上世紀二十年代的知識份子注重啟蒙,如魯迅用淺顯易懂的白話文寫小說諷刺迂腐的傳統思想。但上下有序,內外尊卑的儒家文化在國人心中早已根深蒂固,有太多不可控制的因素使民主發展停滯不前。知識份子們的挫敗感使他們後來選擇了精英主義 - 讓他們這些「開了竅」的人去拯救那些被傳統文化毒害的人,自上而下地建立一個強加於民的體系,在體系內自然慢慢開竅。然後就變成了共產黨的獨裁統治。當今之世,我們要記住切勿再犯這個錯誤,應當常常反省自己,接納和思考不同的聲音,和接受有些東西是我們無法控制的事實。不然就一定是set it up for failure。這種想法我經常會有,比如在跟我媽爭論到面紅耳赤渾身發抖之後,她依然固執不講理地盲目追從中共、男權、種族歧視等等的惡劣,我就會想,操,這種人就永遠不會懂得自由,甚至不值得。 但冷靜下來後我知道這是不對的。這非常非常難,而且折磨。但問題是:如何啟蒙?我認為各界人士會有不同的方式,最簡單直白的方式,而且隨時可以進行。必須現在就開始進行。不要去排除任何人。但在如今思想審查森嚴的制度和強力洗腦的政策已經出現結果的情況下,大家需要更加費心去想如何打擦邊球和鬆動固化的思想。這就要靠大家的想像力和創造力,而且需要大篇幅地討論。還有一點就是,如何克服這種情緒?這我真的不知道,我相信大家都有這種痛苦,不知道大家是怎麼排解的。

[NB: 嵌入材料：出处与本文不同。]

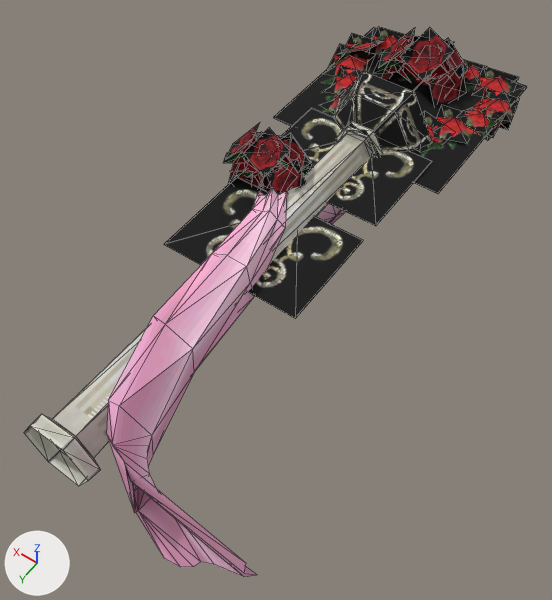
A saved change to the OBJ model sceneobjs/huisuo_dongxue_209/common/huisuo_dongxue_209_zhu.obj.
One viewpoint serves both versions: a 50 mm camera at (-65.0, 27.6, 123.6) aimed at (-3.2, -59.0, -12.4). Every picture has the same lights, and +X, +Y and +Z are marked at lower left. Mesh edges are drawn as thin lines. Where no turn or scale is listed for an object, it has been applied to the vertices. Vertices at the same position are counted once.

The first picture shows 'huisuo_dongxue_209_zhu'.
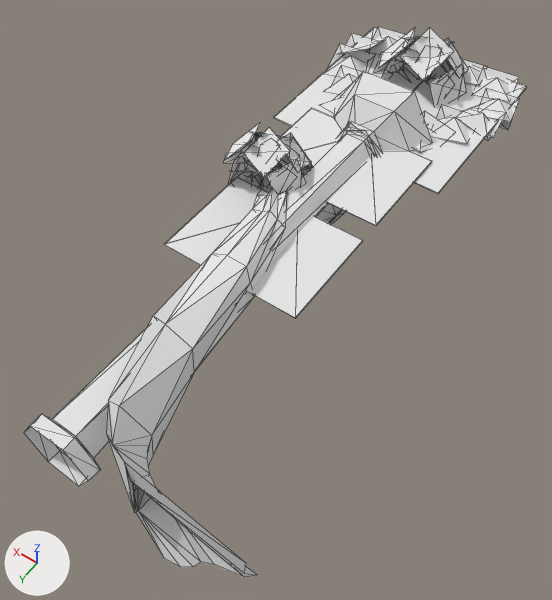
The change in detail:
Material 'material_2' (mat_material_2_1) is new.
Its base color is (0.8, 0.8, 0.8) (white #e7e7e7).
Its roughness is 1.0.
Material 'material_1' (mat_material_1_1) is new.
Its base color is (0.8, 0.8, 0.8) (white #e7e7e7).
Its roughness is 1.0.
Material 'material_3' (mat_material_3_1) is new.
Its base color is (0.8, 0.8, 0.8) (white #e7e7e7).
Its roughness is 1.0.
me_huisuo_dongxue_209_zhu has 770 vertices, 764 faces and spans x -39.1..28.1, y -148.4..0.3, z -22.0..14.4.
me_huisuo_dongxue_209_zhu is used by ob_huisuo_dongxue_209_zhu; location (0.0, 0.0, 0.0).
me_huisuo_dongxue_209_zhu part 1: all 362 faces that had it switch from mat_material_2 (picture img_huisuo_dongxue_209_hua01_png) to mat_material_2_1 (white #e7e7e7).
me_huisuo_dongxue_209_zhu part 2: all 102 faces that had it switch from mat_material_3 (picture img_huisuo_dongxue_209_flow_png) to mat_material_3_1 (white #e7e7e7).
me_huisuo_dongxue_209_zhu part 3: all 300 faces that had it switch from mat_material_1 (picture img_huisuo_dongxue_209_zhu_png) to mat_material_1_1 (white #e7e7e7).

Where the change shows, as pixel boxes (x1, y1, x2, y2) in the pictures (552 x 600 px):
part 1 of me_huisuo_dongxue_209_zhu, recoloured
    both: (223, 27, 469, 194)
part 2 of me_huisuo_dongxue_209_zhu, recoloured
    both: (320, 26, 520, 152)
part 3 of me_huisuo_dongxue_209_zhu, recoloured
    both: (24, 27, 527, 577)

對於中共的罪行要如何清算,我認為需要成立一個獨立的調查委員會去收集他們作為一個恐怖組織所犯下的罪行的證據,然後以法庭判決的形式處理。新的制度下,需要建立一個高度負責可信的司法機構,周密的權力制衡機制,令共產黨殘餘力量不得翻身。強烈反對獵巫捉姦的模式。

還有一類問題民運人士甚少討論,就是中國界內殖民地的主權問題。東突厥斯坦、圖博特、蒙古,如何恢復各自的主權?誰來決定?漢地大一統模式該不該繼續存在?面對各地文化地域的差異,是應該像東歐那樣各自獨立,成為相互對等的國家,還是像美國那樣建立由地方政府高度自治的聯邦制?還是有其他的可能性?如何逆轉對少數民族的漢化和文化清洗?

有太多太多的問題,一個問題引出十個,十個引出一百個。不過要不枉大家對民主自由做出的犧牲和工夫,周全疏密的思考是必要的。期待更多討論。